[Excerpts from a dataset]
━━━━━━━━━━

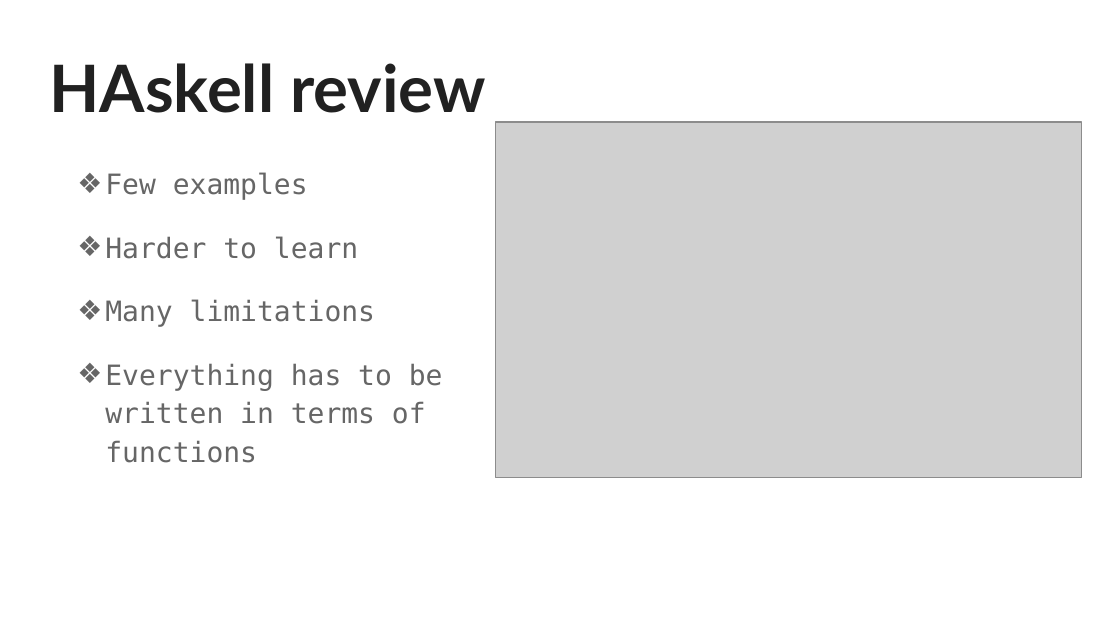
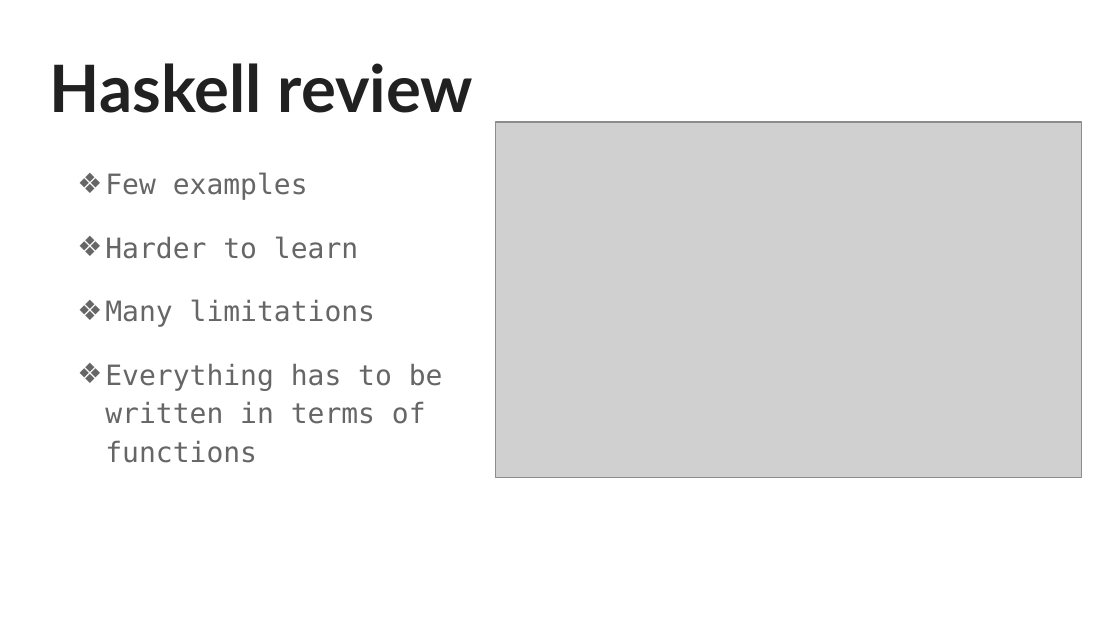
Before and after one commit to aljyu/CMPS-112, a slide deck: slide 5 of CS112.Presentation.pptx. Drawn at 1120x630 pixels with LibreOffice and Linux fonts; fonts in the diff are those of the drawing; grey boxes stand for pictures. Boxes give left, top, right and bottom in pixels: in the first picture for what was removed or moved away, otherwise in the second. Text is boxed around its words. In the diff, an @@ line names an element or a change of style, - is before the commit and + after.

```diff
--- a/CS112.Presentation.pptx
+++ b/CS112.Presentation.pptx
@@ title at (49,63,473,113): text changed @@
-HAskell review
+Haskell review
```
Also in this commit, not shown: 3 other slides changed.

━━━━━━━━━━

Your answer must be the records above, copied exactly, with no pictures.

Before and after one commit to aljyu/CMPS-112, a slide deck: slide 5 of CS112.Presentation.pptx. Drawn at 1120x630 pixels with LibreOffice and Linux fonts; fonts in the diff are those of the drawing; grey boxes stand for pictures. Boxes give left, top, right and bottom in pixels: in the first picture for what was removed or moved away, otherwise in the second. Text is boxed around its words. In the diff, an @@ line names an element or a change of style, - is before the commit and + after.

```diff
--- a/CS112.Presentation.pptx
+++ b/CS112.Presentation.pptx
@@ title at (49,63,473,113): text changed @@
-HAskell review
+Haskell review
```
Also in this commit, not shown: 3 other slides changed.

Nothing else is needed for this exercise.